To fix the bug, we added code to validate that a given point is on the curve. The Solidity library, found within the original Baby JubJub paper, was originally developed by yondonfu and for sake of simplicity, it was copied over to the MACI's repo. The code needed just a couple of small upgrades to work with more recent Solidity versions (0.8.20).
/**
 * @dev Check if a given point is on the curve
 * (168700x^2 + y^2) - (1 + 168696x^2y^2) == 0
 */
function isOnCurve(uint256 _x, uint256 _y) internal pure returns (bool) {
  uint256 xSq = mulmod(_x, _x, Q);
  uint256 ySq = mulmod(_y, _y, Q);
  uint256 lhs = addmod(mulmod(A, xSq, Q), ySq, Q);
  uint256 rhs = addmod(1, mulmod(mulmod(D, xSq, Q), ySq, Q), Q);
  return submod(lhs, rhs, Q) == 0;
}
As seen in the code above, the function will evaluate the Baby JubJub equation using the input public key x and y values. Any value that is not on the curve, will be rejected, as shown below:
// check if the public key is on the curve
if (!CurveBabyJubJub.isOnCurve(_encPubKey.x, _encPubKey.y)) {
  revert InvalidPubKey();
}
The bug was fixed with this PR. On top of preventing such invalid values from being accepted by the contract, we also added more validation across the TypeScript libraries to make it harder for users to make such mistakes.
Footnote
The MACI team would like to first of all thank EthDAM's team for their patience while we navigated through this issue, and trusting us with coming up with a transparent solution for the round.

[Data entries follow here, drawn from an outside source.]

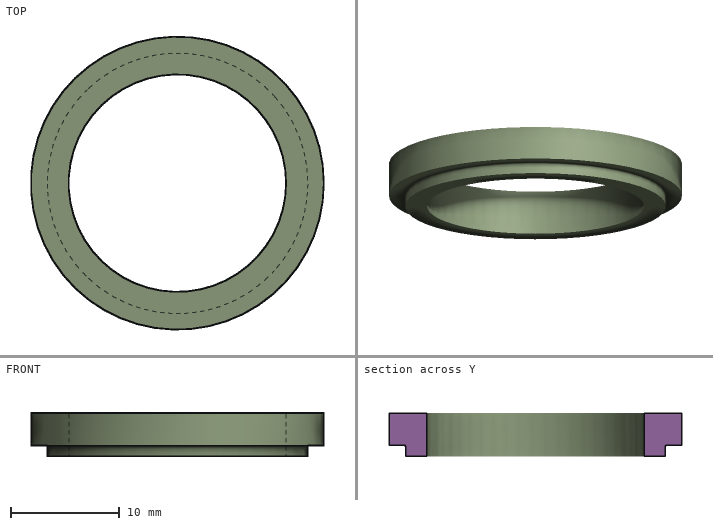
import cadquery as cq

flange_diameter = 27.0
spigot_diameter = 24.0
bore_diameter = 20.0
total_height = 4.0
spigot_height = 1.0
flange_height = total_height - spigot_height
shoulder_fillet_radius = 0.1


def make_ring(outer_diameter, height, base_z):
    """Flat ring around the common bore, standing on base_z."""
    return (
        cq.Workplane("XY")
        .workplane(offset=base_z)
        .circle(outer_diameter / 2)
        .circle(bore_diameter / 2)
        .extrude(height)
    )


def fillet_shoulder(body):
    """Round the inside corner where the spigot meets the flange underside."""
    shoulder_face = body.faces("|Z").faces(">Z[1]")
    return shoulder_face.edges(cq.selectors.RadiusNthSelector(0)).fillet(shoulder_fillet_radius)


spigot = make_ring(spigot_diameter, spigot_height, 0)
flange = make_ring(flange_diameter, flange_height, spigot_height)

result = fillet_shoulder(spigot.union(flange))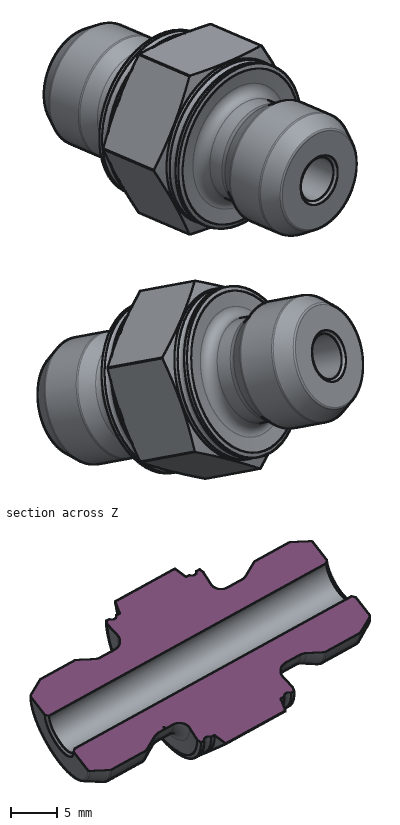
import cadquery as cq
import math

length = 36.5
end_x = -length / 2

bore_diameter = 5.0
bore_chamfer = 0.33

head_diameter = 14.0
neck_diameter = 11.6
cone_angle = math.radians(30)
nose_corner_x = end_x + 2.1
head_back_x = end_x + 6.68
nose_round = 0.25
head_round = 0.35
neck_round = 1.28

collar_diameter = 18.8
lip_x = end_x + 12.05
lip_diameter = 17.75
lip_bevel = 0.15
lip_face_angle = math.radians(5)
collar_fillet = 1.25
groove_center_x = end_x + 13.05
groove_width = 0.88
groove_depth = 0.3

hex_across_flats = 19.0
hex_corner_diameter = 21.9
hex_width = 8.55
hex_chamfer_angle = math.radians(15)


def make_plug():
    """Left half of the turned body, from the end face to the mid-plane."""
    head_radius = head_diameter / 2
    neck_radius = neck_diameter / 2
    lip_radius = lip_diameter / 2
    collar_radius = collar_diameter / 2

    nose_radius = head_radius - (nose_corner_x - end_x) * math.tan(cone_angle)
    cone_end_x = head_back_x + (head_radius - neck_radius) / math.tan(cone_angle)

    sine = math.sin(lip_face_angle)
    cosine = math.cos(lip_face_angle)
    arc_r = neck_radius + collar_fillet
    arc_x = lip_x - (collar_fillet - (lip_radius - arc_r) * sine) / cosine

    def arc_point(angle):
        return (arc_x + collar_fillet * math.cos(angle), arc_r + collar_fillet * math.sin(angle))

    arc_middle_angle = (lip_face_angle - math.pi / 2) / 2

    profile = (
        cq.Workplane("XY")
        .moveTo(end_x, 0)
        .lineTo(end_x, nose_radius)
        .lineTo(nose_corner_x, head_radius)
        .lineTo(head_back_x, head_radius)
        .lineTo(cone_end_x, neck_radius)
        .lineTo(arc_x, neck_radius)
        .threePointArc(arc_point(arc_middle_angle), arc_point(lip_face_angle))
        .lineTo(lip_x, lip_radius)
        .lineTo(lip_x + lip_bevel, collar_radius)
        .lineTo(groove_center_x - groove_width / 2, collar_radius)
        .threePointArc(
            (groove_center_x, collar_radius - groove_depth),
            (groove_center_x + groove_width / 2, collar_radius),
        )
        .lineTo(0, collar_radius)
        .lineTo(0, 0)
        .close()
    )
    plug = profile.revolve(360, (0, 0, 0), (1, 0, 0))

    def round_edge(body, x, radius):
        tolerance = 0.005
        edges = body.edges("%CIRCLE").filter(lambda edge: abs(edge.Center().x - x) < tolerance)
        return edges.fillet(radius)

    plug = round_edge(plug, end_x, nose_round)
    plug = round_edge(plug, nose_corner_x, head_round)
    plug = round_edge(plug, head_back_x, head_round)
    return round_edge(plug, cone_end_x, neck_round)


def make_hexagon():
    """Hexagonal prism with corners turned to a diameter and cut by a shallow cone at each end."""
    across_corners = hex_across_flats / math.cos(math.pi / 6)
    flat_radius = hex_across_flats / 2
    corner_radius = hex_corner_diameter / 2
    chamfer_length = (corner_radius - flat_radius) * math.tan(hex_chamfer_angle)
    half_width = hex_width / 2

    prism = cq.Workplane("YZ").polygon(6, across_corners).extrude(half_width, both=True)
    envelope = (
        cq.Workplane("XY")
        .moveTo(-half_width, 0)
        .lineTo(-half_width, flat_radius)
        .lineTo(-half_width + chamfer_length, corner_radius)
        .lineTo(half_width - chamfer_length, corner_radius)
        .lineTo(half_width, flat_radius)
        .lineTo(half_width, 0)
        .close()
        .revolve(360, (0, 0, 0), (1, 0, 0))
    )
    return prism.intersect(envelope)


def make_bore():
    """Through bore, widened by a 45 degree chamfer at both ends."""
    bore_radius = bore_diameter / 2
    mouth_radius = bore_radius + bore_chamfer
    return (
        cq.Workplane("XY")
        .moveTo(end_x, 0)
        .lineTo(end_x, mouth_radius)
        .lineTo(end_x + bore_chamfer, bore_radius)
        .lineTo(-end_x - bore_chamfer, bore_radius)
        .lineTo(-end_x, mouth_radius)
        .lineTo(-end_x, 0)
        .close()
        .revolve(360, (0, 0, 0), (1, 0, 0))
    )


left_plug = make_plug()
right_plug = left_plug.mirror("YZ")
result = left_plug.union(right_plug).union(make_hexagon()).cut(make_bore())

Furthermore, we thank mikerah from HashCloak for helping to review the fix, and their expertise in handling security incidents like this. Together with them, we looked at other repositories using similar code, looking for the same mistake, though we did not find similar protocols where an invalid key would cause a denial of service. If you are a ZK developer reading this, we hope this was a lesson that would help remind us all to always validate user input for future scenarios.
Finally, a big thank you to Raphael for explaining the math behind the issue, and suggesting that full point validation would end up being a much better solution than just not accepting y = 1.
Contract addresses
Below is a list of the contract addresses for this EthDAM round. All code is verified on Gnosis's block explorer and can be reviewed.
RoundToken
clr.fund Instance
Original round
New Round
MACI New Version
We decided to publish a new version of MACI with the fix (and other changes made since the 1.2 release). The new version is 1.2.1.
Please do not use the 1.2 version of the contracts for any new deployments, as it contains the bug described in this post. All other packages are safe, though 1.2.1 is the recommended version to use.